TASK REQUIREMENTS: Would you please output, word for word, the span of the listing below that opens on the line containing "Above: before the" and closes on the line containing "- Up to frame 3"? Include both ends and nothing more.

RECORDS:
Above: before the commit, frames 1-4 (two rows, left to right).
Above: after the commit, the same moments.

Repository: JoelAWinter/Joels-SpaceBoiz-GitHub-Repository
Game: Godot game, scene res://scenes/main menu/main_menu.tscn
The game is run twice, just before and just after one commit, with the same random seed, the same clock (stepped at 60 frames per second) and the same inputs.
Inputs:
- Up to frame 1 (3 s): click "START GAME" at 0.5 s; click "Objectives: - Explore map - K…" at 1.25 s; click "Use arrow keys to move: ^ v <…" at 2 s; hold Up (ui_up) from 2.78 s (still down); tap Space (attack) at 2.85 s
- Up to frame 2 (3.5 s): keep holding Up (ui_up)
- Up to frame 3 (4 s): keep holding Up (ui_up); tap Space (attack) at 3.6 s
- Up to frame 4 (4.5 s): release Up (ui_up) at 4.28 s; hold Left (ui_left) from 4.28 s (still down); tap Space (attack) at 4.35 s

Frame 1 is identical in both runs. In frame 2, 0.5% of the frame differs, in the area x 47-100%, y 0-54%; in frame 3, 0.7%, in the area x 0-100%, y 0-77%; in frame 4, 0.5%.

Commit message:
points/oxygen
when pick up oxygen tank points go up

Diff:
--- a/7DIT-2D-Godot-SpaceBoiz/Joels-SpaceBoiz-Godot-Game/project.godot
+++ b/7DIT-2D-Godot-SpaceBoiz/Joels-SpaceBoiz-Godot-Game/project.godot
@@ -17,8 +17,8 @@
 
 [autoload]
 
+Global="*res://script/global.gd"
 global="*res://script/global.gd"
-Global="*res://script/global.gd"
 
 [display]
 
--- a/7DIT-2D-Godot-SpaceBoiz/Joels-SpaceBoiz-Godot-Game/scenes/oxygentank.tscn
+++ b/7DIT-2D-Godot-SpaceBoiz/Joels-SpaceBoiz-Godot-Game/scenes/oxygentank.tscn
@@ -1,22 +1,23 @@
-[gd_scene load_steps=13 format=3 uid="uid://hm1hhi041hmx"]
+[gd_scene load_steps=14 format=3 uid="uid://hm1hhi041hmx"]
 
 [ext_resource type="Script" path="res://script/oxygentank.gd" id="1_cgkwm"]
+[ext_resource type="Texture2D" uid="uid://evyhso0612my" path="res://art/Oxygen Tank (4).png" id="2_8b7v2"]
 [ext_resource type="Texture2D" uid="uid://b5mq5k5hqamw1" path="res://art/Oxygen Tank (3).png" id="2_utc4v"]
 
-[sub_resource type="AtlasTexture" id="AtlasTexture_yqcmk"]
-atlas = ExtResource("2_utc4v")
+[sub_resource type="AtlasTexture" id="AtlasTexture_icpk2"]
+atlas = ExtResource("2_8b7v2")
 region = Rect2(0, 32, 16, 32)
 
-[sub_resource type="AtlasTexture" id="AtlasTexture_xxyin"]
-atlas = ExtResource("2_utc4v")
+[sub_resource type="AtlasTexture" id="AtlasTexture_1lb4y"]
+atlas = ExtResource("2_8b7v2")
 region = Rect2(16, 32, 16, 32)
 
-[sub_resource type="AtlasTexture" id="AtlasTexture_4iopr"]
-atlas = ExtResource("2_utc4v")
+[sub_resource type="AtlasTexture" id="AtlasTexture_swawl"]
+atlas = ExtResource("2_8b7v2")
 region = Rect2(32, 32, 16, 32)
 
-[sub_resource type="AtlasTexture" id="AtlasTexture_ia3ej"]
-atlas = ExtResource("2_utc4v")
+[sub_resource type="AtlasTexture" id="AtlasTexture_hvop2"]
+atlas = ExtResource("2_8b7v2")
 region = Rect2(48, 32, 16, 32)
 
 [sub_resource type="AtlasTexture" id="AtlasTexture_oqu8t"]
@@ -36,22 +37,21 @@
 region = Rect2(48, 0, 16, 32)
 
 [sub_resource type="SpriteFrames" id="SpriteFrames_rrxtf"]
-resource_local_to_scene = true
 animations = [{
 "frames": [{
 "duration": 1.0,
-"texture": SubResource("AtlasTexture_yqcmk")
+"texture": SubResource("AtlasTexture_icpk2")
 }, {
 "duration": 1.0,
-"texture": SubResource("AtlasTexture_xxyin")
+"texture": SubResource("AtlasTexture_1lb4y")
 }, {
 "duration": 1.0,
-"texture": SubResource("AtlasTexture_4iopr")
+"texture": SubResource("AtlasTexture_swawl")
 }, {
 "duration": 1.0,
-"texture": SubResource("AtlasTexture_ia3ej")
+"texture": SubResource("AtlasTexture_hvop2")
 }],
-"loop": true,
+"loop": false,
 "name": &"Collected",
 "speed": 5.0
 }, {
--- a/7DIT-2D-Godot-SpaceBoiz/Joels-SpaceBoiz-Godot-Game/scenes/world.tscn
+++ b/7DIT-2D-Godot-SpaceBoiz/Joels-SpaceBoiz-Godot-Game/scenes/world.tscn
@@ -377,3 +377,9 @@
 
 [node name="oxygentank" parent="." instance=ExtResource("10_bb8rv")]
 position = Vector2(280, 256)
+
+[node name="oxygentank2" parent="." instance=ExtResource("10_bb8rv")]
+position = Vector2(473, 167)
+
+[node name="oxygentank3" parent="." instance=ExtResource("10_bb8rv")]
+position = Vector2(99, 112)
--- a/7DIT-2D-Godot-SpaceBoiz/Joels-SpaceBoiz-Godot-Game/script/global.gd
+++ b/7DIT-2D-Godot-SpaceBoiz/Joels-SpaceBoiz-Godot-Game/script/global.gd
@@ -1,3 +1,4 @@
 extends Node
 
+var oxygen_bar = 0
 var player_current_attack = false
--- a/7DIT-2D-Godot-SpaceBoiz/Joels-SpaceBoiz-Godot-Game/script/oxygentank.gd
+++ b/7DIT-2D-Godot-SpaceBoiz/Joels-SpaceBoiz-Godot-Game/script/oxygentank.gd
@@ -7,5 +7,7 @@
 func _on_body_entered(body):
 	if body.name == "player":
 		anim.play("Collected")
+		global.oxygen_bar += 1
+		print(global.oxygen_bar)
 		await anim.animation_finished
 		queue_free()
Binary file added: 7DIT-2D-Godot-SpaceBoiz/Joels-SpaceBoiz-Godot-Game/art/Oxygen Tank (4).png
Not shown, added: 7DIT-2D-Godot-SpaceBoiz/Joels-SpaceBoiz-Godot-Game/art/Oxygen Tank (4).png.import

==

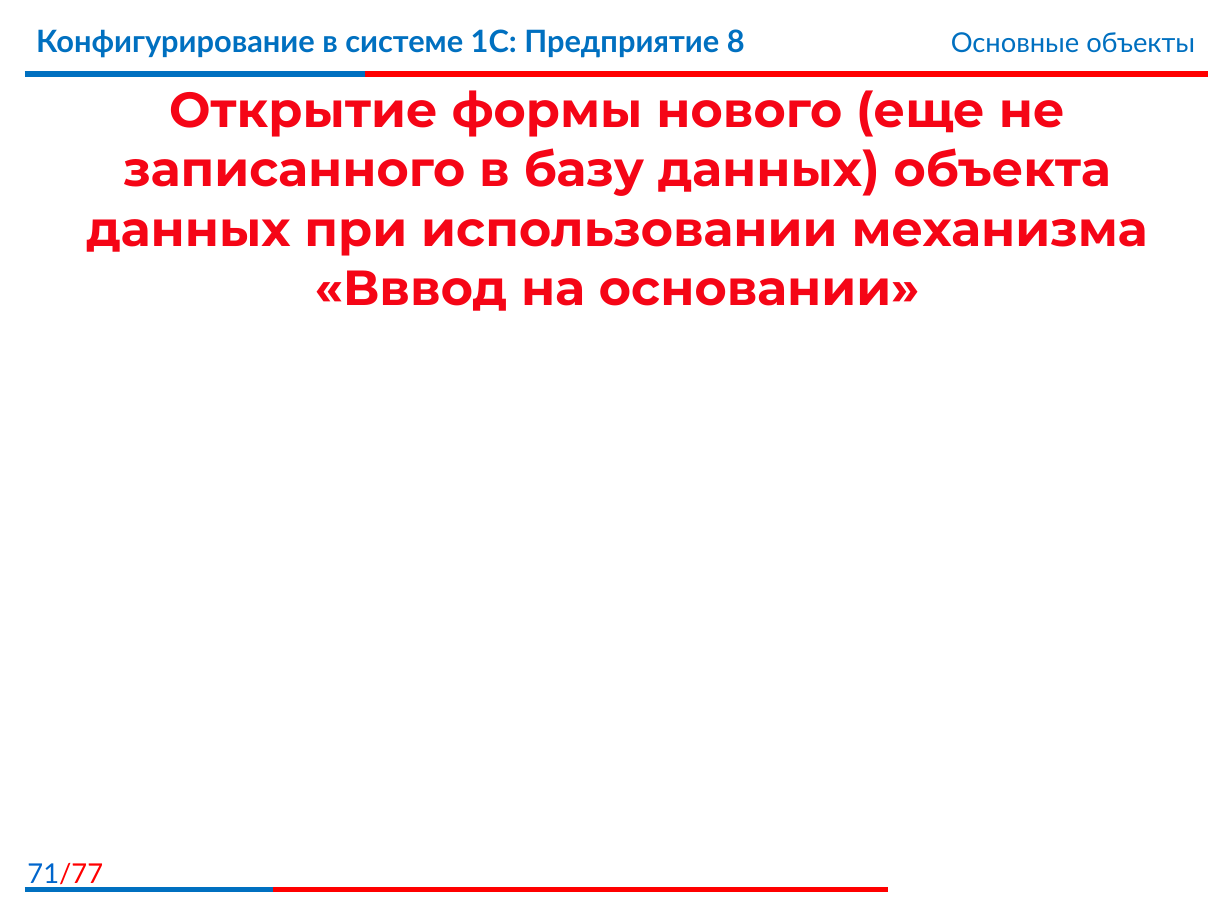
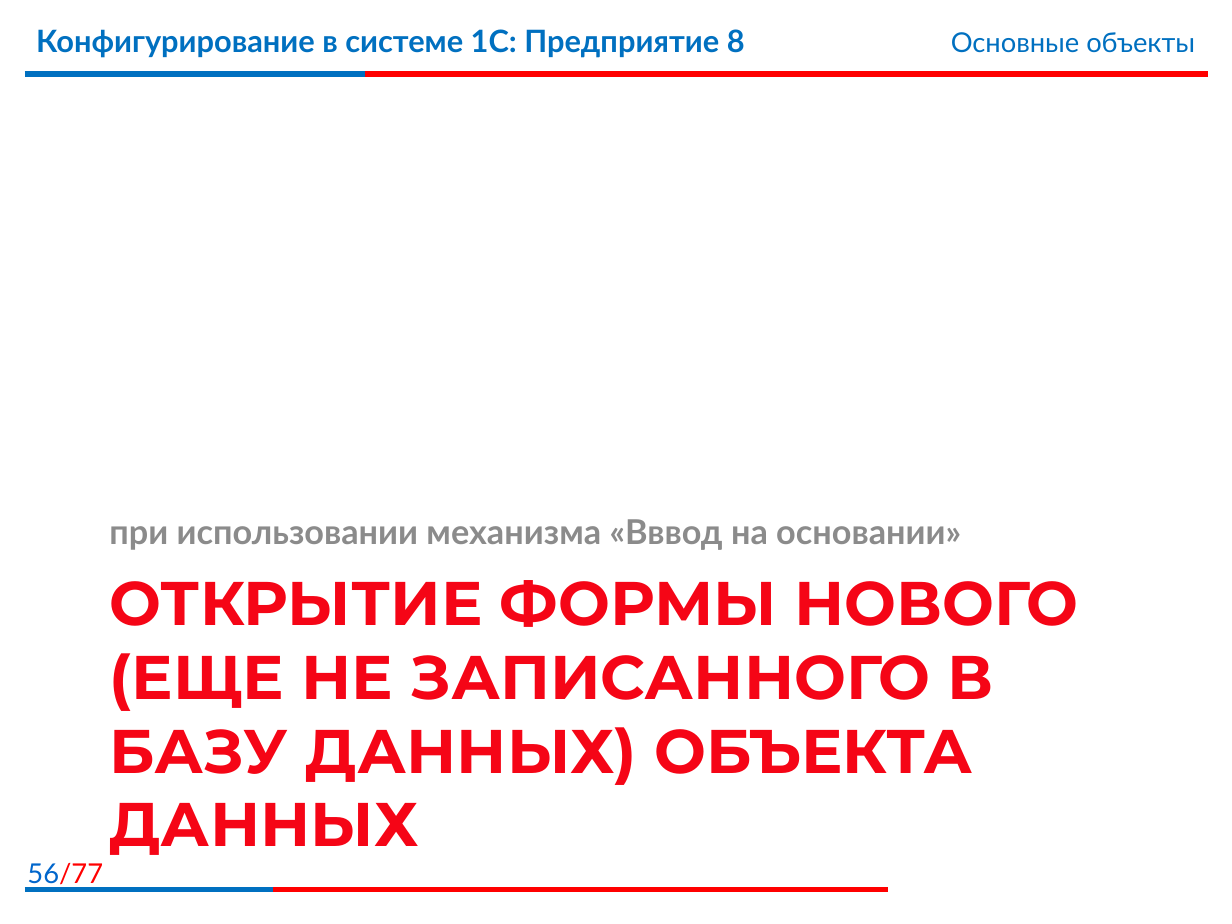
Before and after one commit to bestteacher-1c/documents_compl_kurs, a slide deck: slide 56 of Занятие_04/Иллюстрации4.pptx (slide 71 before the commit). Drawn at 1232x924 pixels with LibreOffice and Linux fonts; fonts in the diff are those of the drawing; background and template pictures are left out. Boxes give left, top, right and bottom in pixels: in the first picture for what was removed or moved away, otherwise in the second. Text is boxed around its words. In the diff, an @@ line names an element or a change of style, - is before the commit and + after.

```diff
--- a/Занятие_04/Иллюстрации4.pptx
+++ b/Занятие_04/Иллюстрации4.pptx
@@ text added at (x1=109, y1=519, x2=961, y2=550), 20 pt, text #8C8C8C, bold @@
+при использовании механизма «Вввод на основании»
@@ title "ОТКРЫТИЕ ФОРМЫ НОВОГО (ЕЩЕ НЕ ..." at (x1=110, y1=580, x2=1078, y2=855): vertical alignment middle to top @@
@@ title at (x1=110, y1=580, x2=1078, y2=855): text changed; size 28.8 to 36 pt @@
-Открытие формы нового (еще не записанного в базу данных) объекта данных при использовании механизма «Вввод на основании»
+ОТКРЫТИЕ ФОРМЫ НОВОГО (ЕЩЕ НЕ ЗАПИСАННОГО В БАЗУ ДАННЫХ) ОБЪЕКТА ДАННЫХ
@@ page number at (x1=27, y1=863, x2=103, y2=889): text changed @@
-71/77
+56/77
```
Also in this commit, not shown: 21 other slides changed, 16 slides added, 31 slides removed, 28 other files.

--

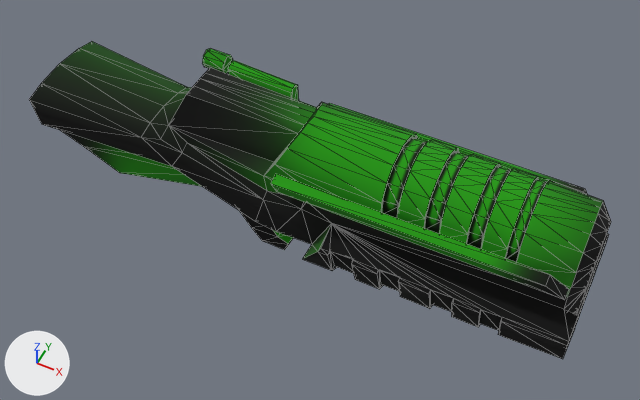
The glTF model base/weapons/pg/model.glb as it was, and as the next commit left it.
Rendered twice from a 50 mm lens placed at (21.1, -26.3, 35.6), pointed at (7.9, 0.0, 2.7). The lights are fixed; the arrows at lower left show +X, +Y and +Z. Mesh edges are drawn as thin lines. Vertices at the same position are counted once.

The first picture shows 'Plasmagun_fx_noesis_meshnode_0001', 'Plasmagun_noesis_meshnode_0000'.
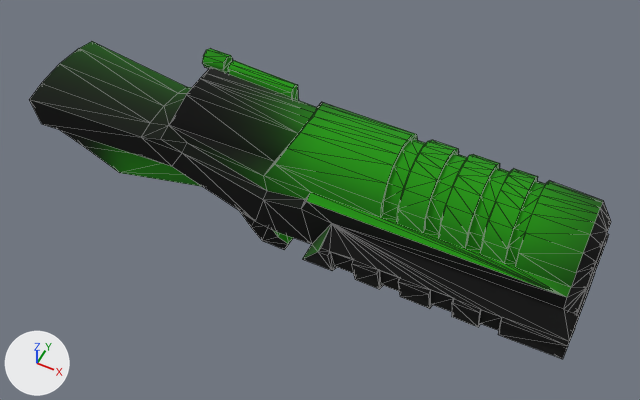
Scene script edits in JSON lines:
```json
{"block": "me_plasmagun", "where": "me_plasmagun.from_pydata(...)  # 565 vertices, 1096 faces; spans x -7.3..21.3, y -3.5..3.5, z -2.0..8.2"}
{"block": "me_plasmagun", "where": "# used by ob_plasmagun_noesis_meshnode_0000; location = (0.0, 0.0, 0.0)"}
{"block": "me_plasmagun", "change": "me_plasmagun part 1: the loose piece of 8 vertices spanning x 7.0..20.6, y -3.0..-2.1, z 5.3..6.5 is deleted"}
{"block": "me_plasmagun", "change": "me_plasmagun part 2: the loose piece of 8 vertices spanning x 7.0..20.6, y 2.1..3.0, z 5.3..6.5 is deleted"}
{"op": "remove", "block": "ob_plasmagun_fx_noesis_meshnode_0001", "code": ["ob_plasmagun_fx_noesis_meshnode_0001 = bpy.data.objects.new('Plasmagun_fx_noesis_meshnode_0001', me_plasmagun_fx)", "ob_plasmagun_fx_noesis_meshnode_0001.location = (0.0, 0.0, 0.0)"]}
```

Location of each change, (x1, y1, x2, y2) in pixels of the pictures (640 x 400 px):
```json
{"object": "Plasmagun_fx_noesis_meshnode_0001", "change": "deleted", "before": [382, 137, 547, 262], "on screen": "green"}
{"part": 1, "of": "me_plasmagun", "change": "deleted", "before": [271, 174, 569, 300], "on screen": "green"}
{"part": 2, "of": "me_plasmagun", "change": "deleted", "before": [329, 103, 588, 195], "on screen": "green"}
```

RESPONSE BELOW:
Above: before the commit, frames 1-4 (two rows, left to right).
Above: after the commit, the same moments.

Repository: JoelAWinter/Joels-SpaceBoiz-GitHub-Repository
Game: Godot game, scene res://scenes/main menu/main_menu.tscn
The game is run twice, just before and just after one commit, with the same random seed, the same clock (stepped at 60 frames per second) and the same inputs.
Inputs:
- Up to frame 1 (3 s): click "START GAME" at 0.5 s; click "Objectives: - Explore map - K…" at 1.25 s; click "Use arrow keys to move: ^ v <…" at 2 s; hold Up (ui_up) from 2.78 s (still down); tap Space (attack) at 2.85 s
- Up to frame 2 (3.5 s): keep holding Up (ui_up)
- Up to frame 3 (4 s): keep holding Up (ui_up); tap Space (attack) at 3.6 s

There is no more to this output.